What does df.index do?
.index returns the row labels of a data frame or a series. You can use .index to view or inspect or change the row labels.
What does .columns do?
Provides an index object contianing the names of all the columns.
Why does df.index output: RangeIndex(start=0, stop=3, step=1)?
Pandas assigns a numerical RangeIndex starting from 0 when you create a DataFrame without specifying row labels.
This describes the range of the row indices in the DataFrame:
start=0: The first row index starts at 0.
stop=3: The range stops before 3, so the indices are [0, 1, 2].
step=1: The indices increment by 1 between rows.
Visualize how to:
- Use .index
to get the unique values.
- Use .values
to get the corresponding counts.
- Combine .index
and .values
to iterate through the value counts.
- Use .sort_index()
or .sort_values()
to sort as needed.
The .index gives you the unique values(categories)

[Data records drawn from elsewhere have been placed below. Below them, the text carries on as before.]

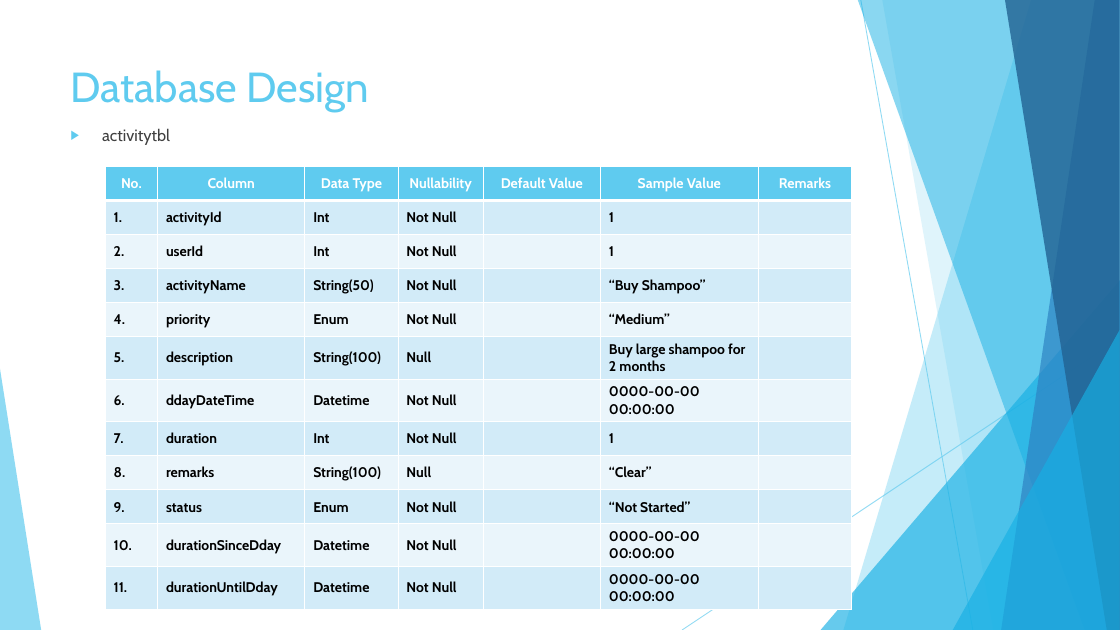
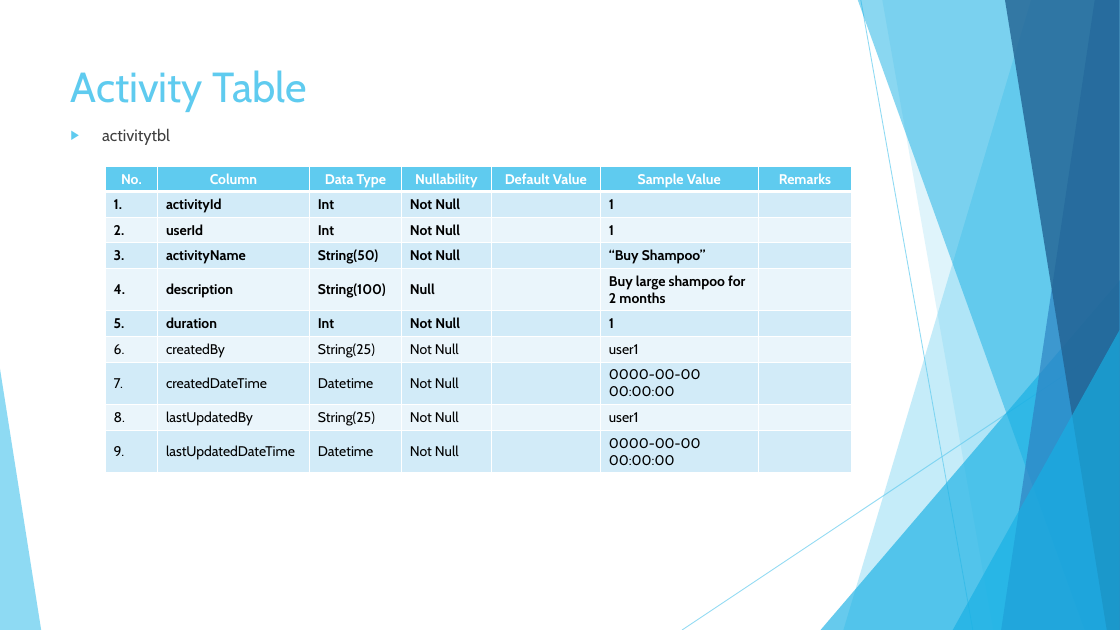
Before and after one commit to bryanbezter/personal-scheduler, a slide deck: slide 6 of Documentation v1.0.pptx (slide 8 before the commit). Drawn at 1120x630 pixels with LibreOffice and Linux fonts; fonts in the diff are those of the drawing. Boxes give left, top, right and bottom in pixels: in the first picture for what was removed or moved away, otherwise in the second. Text is boxed around its words. In the diff, an @@ line names an element or a change of style, - is before the commit and + after.

Commit message:
Update documentation
- Finish UI design
- Update db design
- Update state diagram
- Update functional design

```diff
--- a/Documentation v1.0.pptx
+++ b/Documentation v1.0.pptx
@@ title at <box>71,70,307,112</box>: text changed @@
-Database Design
+Activity Table
@@ table at <box>105,166,852,469</box> @@
-row 5: 4. | priority | Enum | Not Null |  | “Medium” | 
-row 6: 5. | description | String(100) | Null |  | Buy large shampoo for 2 months | 
-row 7: 6. | ddayDateTime | Datetime | Not Null |  | 0000-00-00 00:00:00 | 
-row 8: 7. | duration | Int | Not Null |  | 1 | 
-row 9: 8. | remarks | String(100) | Null |  | “Clear” | 
-row 10: 9. | status | Enum | Not Null |  | “Not Started” | 
-row 11: 10. | durationSinceDday | Datetime | Not Null |  | 0000-00-00 00:00:00 | 
-row 12: 11. | durationUntilDday | Datetime | Not Null |  | 0000-00-00 00:00:00 | 
+row 5: 4. | description | String(100) | Null |  | Buy large shampoo for 2 months | 
+row 6: 5. | duration | Int | Not Null |  | 1 | 
+row 7: 6. | createdBy | String(25) | Not Null |  | user1 | 
+row 8: 7. | createdDateTime | Datetime | Not Null |  | 0000-00-00 00:00:00 | 
+row 9: 8. | lastUpdatedBy | String(25) | Not Null |  | user1 | 
+row 10: 9. | lastUpdatedDateTime | Datetime | Not Null |  | 0000-00-00 00:00:00 | 
```
Also in this commit, not shown: 8 other slides changed, 12 slides added, 6 slides removed.
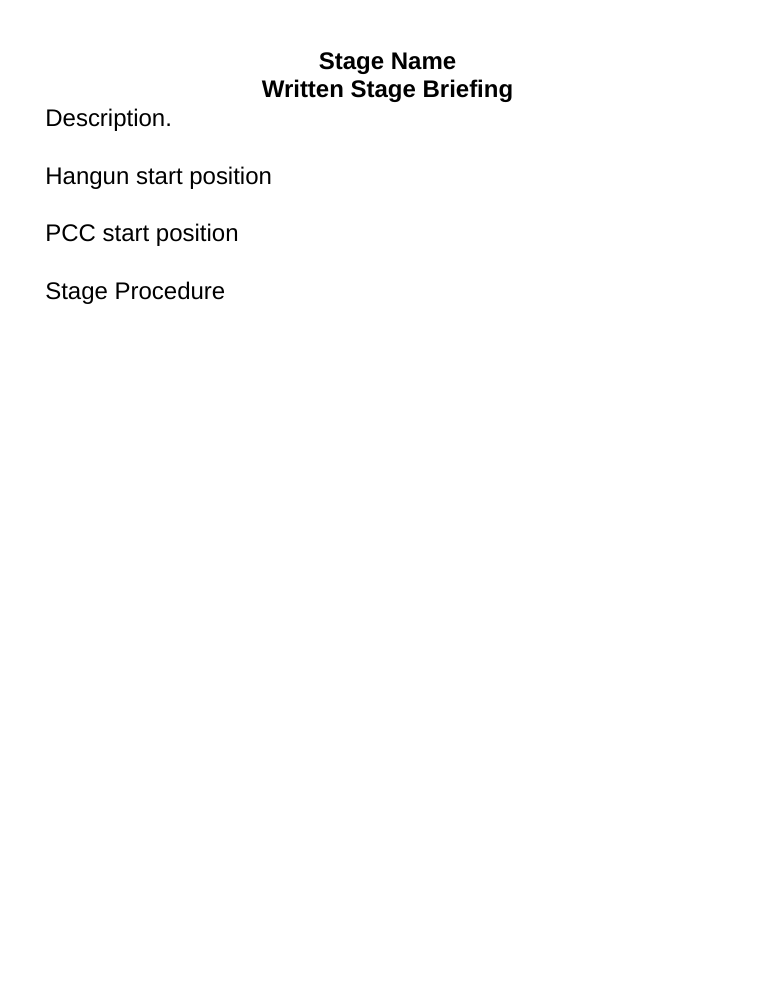
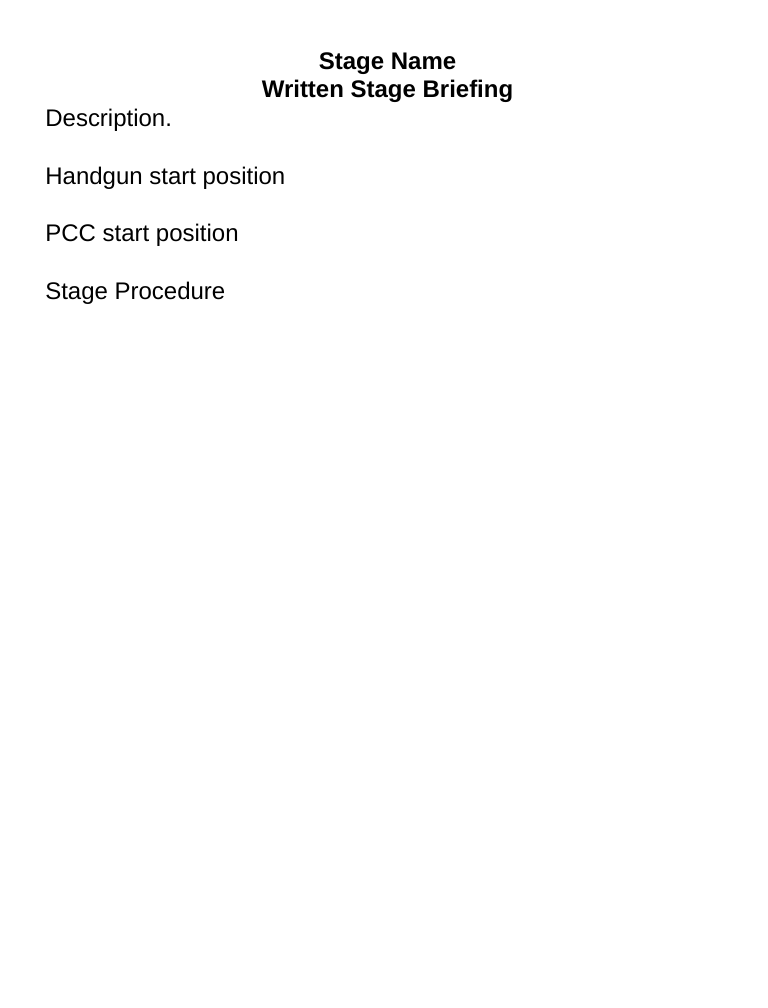
Before and after one commit to bagellord/USPSA-Stages, a slide deck: slide 2 of - Stage Design - USPSA.pptx. Drawn at 768x1008 pixels with LibreOffice and Linux fonts; fonts in the diff are those of the drawing. Boxes give left, top, right and bottom in pixels: in the first picture for what was removed or moved away, otherwise in the second. Text is boxed around its words. In the diff, an @@ line names an element or a change of style, - is before the commit and + after.

```diff
--- a/- Stage Design - USPSA.pptx
+++ b/- Stage Design - USPSA.pptx
@@ text at box(45, 166, 286, 189): text changed @@
-Hangun start position
+Handgun start position
```
Also in this commit, not shown: 13 other files.

unique_values = count.index
print(unique_values)
The counts themselves are accessed using .values
counts_values = counts.values
print(counts_values)
Sort the results by unique values
sorted_counts = counts.sort_index()
What is .zip()?
Zip is a python function that combines two or more iterables like lists, tuples or strings into a single iterator of tuples
ex.
list1 = [1,2,3]
list2 = [‘a’,’b’,’c’]
zipped = zip(list 1, list2)
print(list(zipped))
Output : [(1, ‘a’), (2, ‘b’), (3, ‘c’)]
What are the two ways to check if a column contains a value
A.
Uses the bitwise | to filter based on two conditions
var = df[(df[‘col’] == ‘data’) | (df[‘col’] == ‘data2’)]
B.
Uses the .isin() to check if the values exist in the column.
var = df[df[‘col’].isin([‘data1’, ‘data2’])]
What is the union of two events?
This calculates the probability that either event P(A) or P(B) happens (or both).
It’s P(A or B)
You add the probabilities of P(A) and P(B) because you’re counting all outcomes that include P(A) or P(B).
You subtract the overlap ((A∩B))
What is the formula for union of two events?
P (A or B) = P(A) + P(B) - P(A∩B)
What is the intersection of two events
It’s P(A and B), calculating that the events A and B happen at the same time
You only consider the overlap between P(A) and P(B)—where both events occur.
What is the formula for the intersection of two events?
P(A and B) = P(A∩B)
What is the conditional probability
This calculates the probability that A happens given B already happened. You’re “zooming in” on the subset of outcomes where P(B) happens and asking, “What proportion of those also include P(A)?”
What is the formula of conditional probablity
P(A | B) = (A∩B)/P(B)
Visualize how to find the count for unique values in a column?
filter for the unique values in the column
query_df = df.query(‘column == “data” or column == “data2”’)
#count the unique values
unique_column_value_count = query_df[‘column’].nunique()
Visualize how to convert the column names to lowercase
df[‘column’].str.lower()
Explain what each part of this code means
df.groupby(‘veh_class’).agg(mean_cmb_mpg=(‘cmb_mpg’,’mean’)).reset_index()
df.groupby(‘veh_class’) grows the rows by the veh_class column
mean_cmb_mpg is the name of the new column that will hold the mean values.
(‘cmb_mpg’, ‘mean’) specifies that you want to calculate the mean of the cmb_mpg column.
.reset_index() resets the index for the new dataframe created
T or F: you can use .agg() with NaNs
False. You have to use.dropna() or .fillna() first before calculating the mean.